* _The records_

=== Begin Enclosure ===

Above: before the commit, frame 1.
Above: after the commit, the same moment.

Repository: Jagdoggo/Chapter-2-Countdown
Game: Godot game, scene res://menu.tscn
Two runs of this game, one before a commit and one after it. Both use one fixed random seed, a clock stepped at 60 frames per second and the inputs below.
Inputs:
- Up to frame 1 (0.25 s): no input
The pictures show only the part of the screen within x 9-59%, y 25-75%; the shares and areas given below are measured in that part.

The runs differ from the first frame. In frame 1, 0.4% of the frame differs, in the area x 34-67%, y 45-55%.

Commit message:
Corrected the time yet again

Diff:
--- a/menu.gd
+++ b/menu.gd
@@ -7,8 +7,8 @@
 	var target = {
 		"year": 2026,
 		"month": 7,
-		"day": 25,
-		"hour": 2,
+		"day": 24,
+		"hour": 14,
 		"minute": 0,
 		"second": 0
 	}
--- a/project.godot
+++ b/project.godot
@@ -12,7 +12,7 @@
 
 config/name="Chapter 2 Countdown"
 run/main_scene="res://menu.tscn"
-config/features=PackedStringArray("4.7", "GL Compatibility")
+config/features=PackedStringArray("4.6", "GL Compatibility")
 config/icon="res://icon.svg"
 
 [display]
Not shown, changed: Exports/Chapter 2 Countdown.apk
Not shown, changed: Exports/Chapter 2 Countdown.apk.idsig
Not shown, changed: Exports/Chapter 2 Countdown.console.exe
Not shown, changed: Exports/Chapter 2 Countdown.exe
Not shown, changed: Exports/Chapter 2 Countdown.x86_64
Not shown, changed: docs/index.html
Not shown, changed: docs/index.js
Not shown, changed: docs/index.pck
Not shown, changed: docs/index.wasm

=== End Enclosure ===

* _Required work_
Every entry is to be transcribed exactly as it stands.

* _Answer to this task_
Above: before the commit, frame 1.
Above: after the commit, the same moment.

Repository: Jagdoggo/Chapter-2-Countdown
Game: Godot game, scene res://menu.tscn
Two runs of this game, one before a commit and one after it. Both use one fixed random seed, a clock stepped at 60 frames per second and the inputs below.
Inputs:
- Up to frame 1 (0.25 s): no input
The pictures show only the part of the screen within x 9-59%, y 25-75%; the shares and areas given below are measured in that part.

The runs differ from the first frame. In frame 1, 0.4% of the frame differs, in the area x 34-67%, y 45-55%.

Commit message:
Corrected the time yet again

Diff:
--- a/menu.gd
+++ b/menu.gd
@@ -7,8 +7,8 @@
 	var target = {
 		"year": 2026,
 		"month": 7,
-		"day": 25,
-		"hour": 2,
+		"day": 24,
+		"hour": 14,
 		"minute": 0,
 		"second": 0
 	}
--- a/project.godot
+++ b/project.godot
@@ -12,7 +12,7 @@
 
 config/name="Chapter 2 Countdown"
 run/main_scene="res://menu.tscn"
-config/features=PackedStringArray("4.7", "GL Compatibility")
+config/features=PackedStringArray("4.6", "GL Compatibility")
 config/icon="res://icon.svg"
 
 [display]
Not shown, changed: Exports/Chapter 2 Countdown.apk
Not shown, changed: Exports/Chapter 2 Countdown.apk.idsig
Not shown, changed: Exports/Chapter 2 Countdown.console.exe
Not shown, changed: Exports/Chapter 2 Countdown.exe
Not shown, changed: Exports/Chapter 2 Countdown.x86_64
Not shown, changed: docs/index.html
Not shown, changed: docs/index.js
Not shown, changed: docs/index.pck
Not shown, changed: docs/index.wasm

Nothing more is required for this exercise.